Data entries:
=====

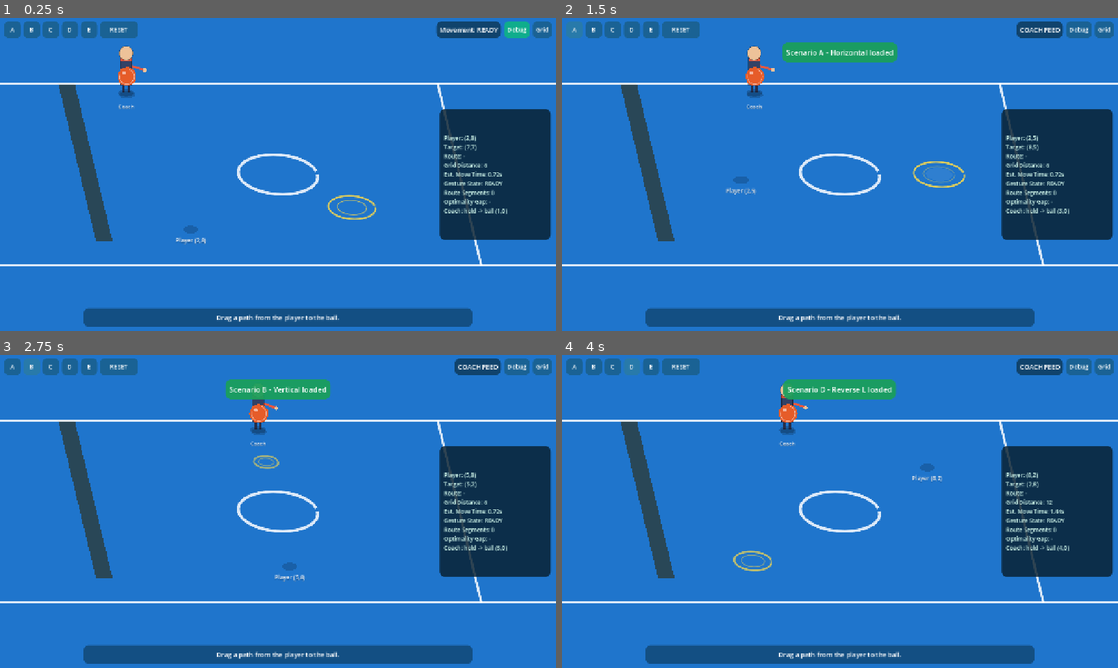
Above: before the commit, frames 1-4 (two rows, left to right).
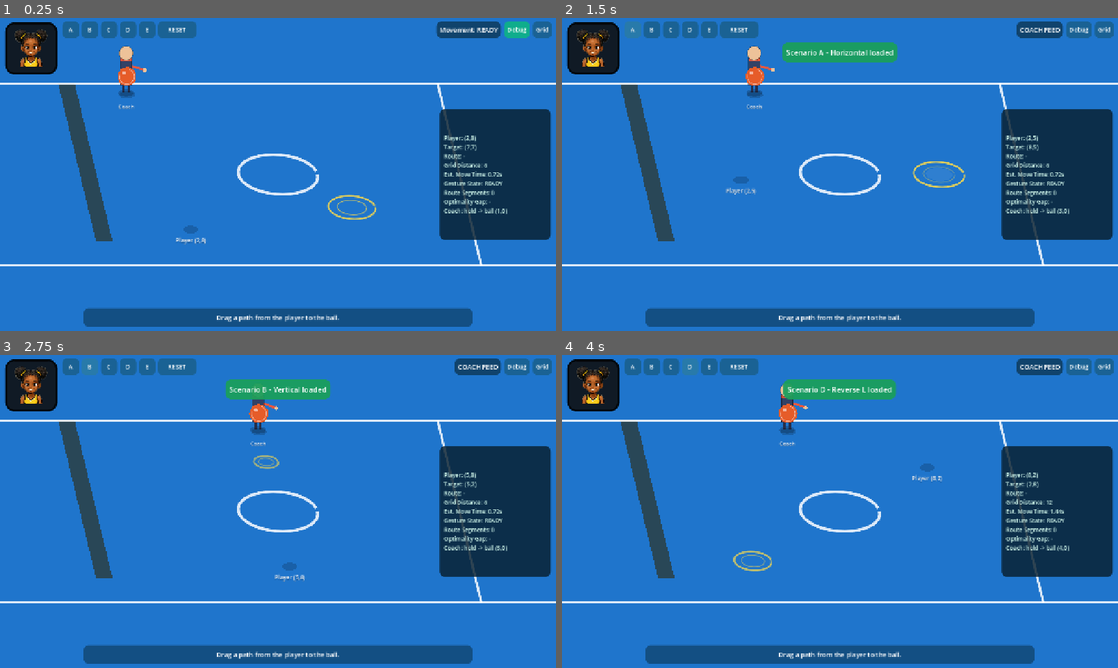
Above: after the commit, the same moments.

Repository: ciworks/netball-nina-concept
Game: Godot game, scene res://main.tscn
Two runs of this game, one before a commit and one after it. Both use one fixed random seed, a clock stepped at 60 frames per second and the inputs below.
Inputs:
- Up to frame 1 (0.25 s): no input
- Up to frame 2 (1.5 s): click "Debug" at 0.5 s; click "A" at 1.25 s
- Up to frame 3 (2.75 s): click "B" at 2 s
- Up to frame 4 (4 s): click "C" at 2.75 s; click "D" at 3.5 s

The runs differ from the first frame. In frame 1, 2.3% of the frame differs, in the area x 0-36%, y 1-18%; in frame 2, 2.3%; in frame 3, 2.3%; in frame 4, 2.3%.

Commit message:
Game avatar logic added

Diff:
--- /dev/null
+++ b/scripts/avatar.gd
@@ -0,0 +1,138 @@
+class_name PlayerAvatar
+extends PanelContainer
+## The player avatar: a rounded, black-bordered box that shows how the player
+## feels about the last thing that happened on court.
+##
+## Art is dropped in, not generated. One PNG per expression, named
+## player_expression_<expression>.png, in res://images/players/<player_name>/:
+##
+##   player_expression_default.png
+##   player_expression_happy.png    - a perfect (clean) catch
+##   player_expression_sad.png      - a dropped catch
+##   player_expression_angry.png    - a missed shot, or two dropped catches in a row
+##   player_expression_excited.png  - a perfect shot
+##
+## Nothing breaks while a file is missing: an expression with no art falls back
+## to the default image, and with no art at all the box stays an empty
+## black-bordered frame in its final position, ready for the files to land.
+
+
+## Expression keys. Each one is also the file name suffix, so adding a new
+## reaction is a matter of dropping in the matching PNG and naming it here.
+const EXPRESSION_DEFAULT := "default"
+const EXPRESSION_HAPPY := "happy"
+const EXPRESSION_SAD := "sad"
+const EXPRESSION_ANGRY := "angry"
+const EXPRESSION_EXCITED := "excited"
+
+const IMAGE_FOLDER_FORMAT := "res://images/players/%s/"
+const IMAGE_FILE_FORMAT := "player_expression_%s.png"
+
+## Folder read until a player name is set. The prototype's player.
+const DEFAULT_PLAYER_NAME := "nina"
+
+## Side of the box, in pixels.
+const BOX_SIZE := 120.0
+const CORNER_RADIUS := 20
+const BORDER_WIDTH := 4
+## Gap between the border and the image, so the rounded corners stay visible
+## instead of being covered by a square photograph.
+const INNER_MARGIN := 5
+
+## Dropped catches in a row that turn the sad face into an angry one.
+const ANGRY_MISS_STREAK := 2
+
+var player_name := DEFAULT_PLAYER_NAME
+
+var _image: TextureRect
+var _expression := ""
+var _miss_streak := 0
+
+
+func _ready() -> void:
+	custom_minimum_size = Vector2(BOX_SIZE, BOX_SIZE)
+	# The box is decoration: touches must fall through to the court underneath.
+	mouse_filter = Control.MOUSE_FILTER_IGNORE
+	var sb := StyleBoxFlat.new()
+	sb.bg_color = Color(0.06, 0.07, 0.09, 0.92)
+	sb.set_corner_radius_all(CORNER_RADIUS)
+	sb.set_border_width_all(BORDER_WIDTH)
+	sb.border_color = Color(0.0, 0.0, 0.0, 0.95)
+	sb.set_content_margin_all(INNER_MARGIN)
+	add_theme_stylebox_override("panel", sb)
+
+	_image = TextureRect.new()
+	# IGNORE_SIZE so the art is scaled into the box whatever it was authored at,
+	# and KEEP_ASPECT_CENTERED so it is never stretched out of shape.
+	_image.expand_mode = TextureRect.EXPAND_IGNORE_SIZE
+	_image.stretch_mode = TextureRect.STRETCH_KEEP_ASPECT_CENTERED
+	_image.mouse_filter = Control.MOUSE_FILTER_IGNORE
+	add_child(_image)
+
+	if _load_expression(EXPRESSION_DEFAULT) == null:
+		print("[avatar] No art in %s yet - drop player_expression_<expression>.png in and the box picks it up." % (IMAGE_FOLDER_FORMAT % player_name))
+	set_expression(EXPRESSION_DEFAULT)
+
+
+## Points the avatar at another player's folder, e.g. "nina". Already-loaded
+## expressions are re-resolved against the new folder.
+func set_player_name(value: String) -> void:
+	if value == "" or value == player_name:
+		return
+	player_name = value
+	set_expression(_expression if _expression != "" else EXPRESSION_DEFAULT)
+
+
+## Shows one expression by name. An expression with no art yet falls back to the
+## default image, and if even that is missing the box keeps what it is showing
+## rather than going blank.
+func set_expression(expression: String) -> void:
+	var tex := _load_expression(expression)
+	if tex == null:
+		tex = _load_expression(EXPRESSION_DEFAULT)
+	if tex == null:
+		return
+	_expression = expression
+	_image.texture = tex
+
+
+## Name of the expression currently on screen ("" while no art has been supplied).
+func current_expression() -> String:
+	return _expression
+
+
+## The player took the ball cleanly. This is the game's perfect catch: the coach
+## only reports a caught feed when the token was set on the spot to take it (see
+## CoachThrower._clean_catch). Any clean catch clears the dropped-catch streak.
+func react_catch_made() -> void:
+	_miss_streak = 0
+	set_expression(EXPRESSION_HAPPY)
+
+
+## The feed was not taken: the ball came off the token or landed away from it.
+## One dropped catch reads sad, a second in a row tips over into angry.
+func react_catch_missed() -> void:
+	_miss_streak += 1
+	set_expression(EXPRESSION_ANGRY if _miss_streak >= ANGRY_MISS_STREAK else EXPRESSION_SAD)
+
+
+## A perfect shot went in.
+func react_shot_made() -> void:
+	set_expression(EXPRESSION_EXCITED)
+
+
+## A shot missed. Straight to angry, whether or not catches were dropped before.
+func react_shot_missed() -> void:
+	set_expression(EXPRESSION_ANGRY)
+
+
+## Dropped catches in a row right now.
+func miss_streak() -> int:
+	return _miss_streak
+
+
+func _load_expression(expression: String) -> Texture2D:
+	var path: String = (IMAGE_FOLDER_FORMAT % player_name) + (IMAGE_FILE_FORMAT % expression)
+	if not ResourceLoader.exists(path, "Texture2D"):
+		return null
+	return load(path) as Texture2D
--- a/scripts/main.gd
+++ b/scripts/main.gd
@@ -1040,6 +1040,10 @@
 	_successes += 1
 	player.set_pulse(false)
 	ui.set_phase_status("CAUGHT")
+	# The coach only reports a caught feed when the token took it cleanly (see
+	# CoachThrower._clean_catch), so reaching here is the perfect catch that the
+	# avatar reacts to.
+	ui.avatar_catch_made()
 	ui.show_message("Clean catch! Next feed incoming.", true)
 	ui.set_instruction("")
 	queue_redraw()
@@ -1058,6 +1062,9 @@
 	_loose_timer = LOOSE_BALL_TIME
 	player.set_pulse(true)
 	ui.set_phase_status("LOOSE BALL")
+	# The feed came down without being taken, so this is a missed catch: one in a
+	# row reads sad, two in a row tips the avatar over into angry.
+	ui.avatar_catch_missed()
 	ui.show_message("Feed not caught - chase the ball!", false)
 	ui.set_instruction("Drag onto the ball at (%d,%d) before it is lost." % [_loose_cell.x, _loose_cell.y])
 	queue_redraw()
@@ -1084,9 +1091,26 @@
 	_miss_timer = 1.4
 	player.set_pulse(false)
 	ui.set_phase_status("OUT OF BOUNDS")
+	# A feed that lands out of court was never taken, so it counts as a missed
+	# catch for the avatar.
+	ui.avatar_catch_missed()
 	ui.show_message("Feed out of bounds - miss.", false)
 	ui.set_instruction("")
 	queue_redraw()
+
+
+## --- Shot outcome seam -------------------------------------------------------
+## The avatar has a rule for shots - a perfect shot reads excited, a missed shot
+## reads angry - but this prototype has no shooting yet, so nothing calls this
+## today. When a shot exists, call it from wherever the shot is settled:
+## report_shot_result(true) for a perfect shot, report_shot_result(false) for a
+## miss. It routes through the same UI seam as the catches, so the avatar stays
+## the one place that owns the player's face.
+func report_shot_result(made: bool) -> void:
+	if made:
+		ui.avatar_shot_made()
+	else:
+		ui.avatar_shot_missed()
 
 
 ## Marks where the feed will land. It reads the coach's deterministic destination
--- a/scripts/ui.gd
+++ b/scripts/ui.gd
@@ -14,10 +14,16 @@
 var _grid_btn: Button
 var _reset_btn: Button
 var _scenario_btns: Array[Button] = []
+var _avatar: PlayerAvatar
 
 var _feedback_timer := 0.0
 var _rating_label: Label
 var _rating_tween: Tween
+
+## Player avatar box, pinned to the top-left corner. The control bar starts clear
+## of it so nothing overlaps as the viewport resizes.
+const AVATAR_MARGIN := 12.0
+const AVATAR_TOP := 10.0
 
 const SCENARIO_LABELS := ["A", "B", "C", "D", "E"]
 const SCENARIO_TIPS := [
@@ -96,6 +102,43 @@
 func set_debug_panel_visible(visible: bool) -> void:
 	if _debug_panel:
 		_debug_panel.visible = visible
+
+
+## --- Player avatar ----------------------------------------------------------
+## The avatar is the only place the player's face reacts to play. Main reports
+## what just happened in game terms and the avatar picks the expression; the
+## art itself lives in res://images/players/<player_name>/ (see avatar.gd).
+
+
+## Shows an expression by name: "default", "happy", "sad", "angry", "excited".
+## An expression with no art supplied yet falls back to the default image.
+func set_avatar_expression(expression: String) -> void:
+	if _avatar:
+		_avatar.set_expression(expression)
+
+
+## A catch was taken cleanly, which is the game's perfect catch: happy.
+func avatar_catch_made() -> void:
+	if _avatar:
+		_avatar.react_catch_made()
+
+
+## A catch was dropped: sad, or angry when it is the second one in a row.
+func avatar_catch_missed() -> void:
+	if _avatar:
+		_avatar.react_catch_missed()
+
+
+## A shot went in: excited.
+func avatar_shot_made() -> void:
+	if _avatar:
+		_avatar.react_shot_made()
+
+
+## A shot was missed: angry.
+func avatar_shot_missed() -> void:
+	if _avatar:
+		_avatar.react_shot_missed()
 
 
 ## Flashes a big kinetic rating word (PERFECT / GOOD / OK) in the center of
@@ -156,10 +199,22 @@
 	root.mouse_filter = Control.MOUSE_FILTER_IGNORE
 	add_child(root)
 
-	# Top bar: scenarios left, status and toggles right.
+	# Player avatar, top-left corner: a rounded black-bordered box that reacts to
+	# the last catch or shot. It sits on the same ignore-only root as the rest of
+	# the HUD, so it never swallows a drag aimed at the court.
+	_avatar = PlayerAvatar.new()
+	_avatar.set_anchors_preset(Control.PRESET_TOP_LEFT)
+	_avatar.offset_left = AVATAR_MARGIN
+	_avatar.offset_top = AVATAR_TOP
+	_avatar.offset_right = AVATAR_MARGIN + PlayerAvatar.BOX_SIZE
+	_avatar.offset_bottom = AVATAR_TOP + PlayerAvatar.BOX_SIZE
+	root.add_child(_avatar)
+
+	# Top bar: scenarios left, status and toggles right. Its left edge clears the
+	# avatar so the scenario buttons never sit over the player's face.
 	var bar := HBoxContainer.new()
 	bar.set_anchors_preset(Control.PRESET_TOP_WIDE)
-	bar.offset_left = 10.0
+	bar.offset_left = AVATAR_MARGIN * 2.0 + PlayerAvatar.BOX_SIZE
 	bar.offset_right = -10.0
 	bar.offset_top = 8.0
 	bar.offset_bottom = 46.0
Binary file added: assets/images/gen-pending-1.png
Not shown, added: assets/images/gen-pending-1.png.import
Binary file added: images/players/nina/player_expression_angry.png
Not shown, added: images/players/nina/player_expression_angry.png.import
Binary file added: images/players/nina/player_expression_default.png
Not shown, added: images/players/nina/player_expression_default.png.import
Binary file added: images/players/nina/player_expression_excited.png
Not shown, added: images/players/nina/player_expression_excited.png.import
Binary file added: images/players/nina/player_expression_happy.png
Not shown, added: images/players/nina/player_expression_happy.png.import
Binary file added: images/players/nina/player_expression_sad.png
Not shown, added: images/players/nina/player_expression_sad.png.import
(and 4 more such lines)

=====

● ASSIGNMENT:
From the records above, transcribe exactly the run of lines that opens with the line holding "## Marks where" and closes with the line holding "bar starts clear", both included.

● RESULT BELOW:
 ## Marks where the feed will land. It reads the coach's deterministic destination
--- a/scripts/ui.gd
+++ b/scripts/ui.gd
@@ -14,10 +14,16 @@
 var _grid_btn: Button
 var _reset_btn: Button
 var _scenario_btns: Array[Button] = []
+var _avatar: PlayerAvatar
 
 var _feedback_timer := 0.0
 var _rating_label: Label
 var _rating_tween: Tween
+
+## Player avatar box, pinned to the top-left corner. The control bar starts clear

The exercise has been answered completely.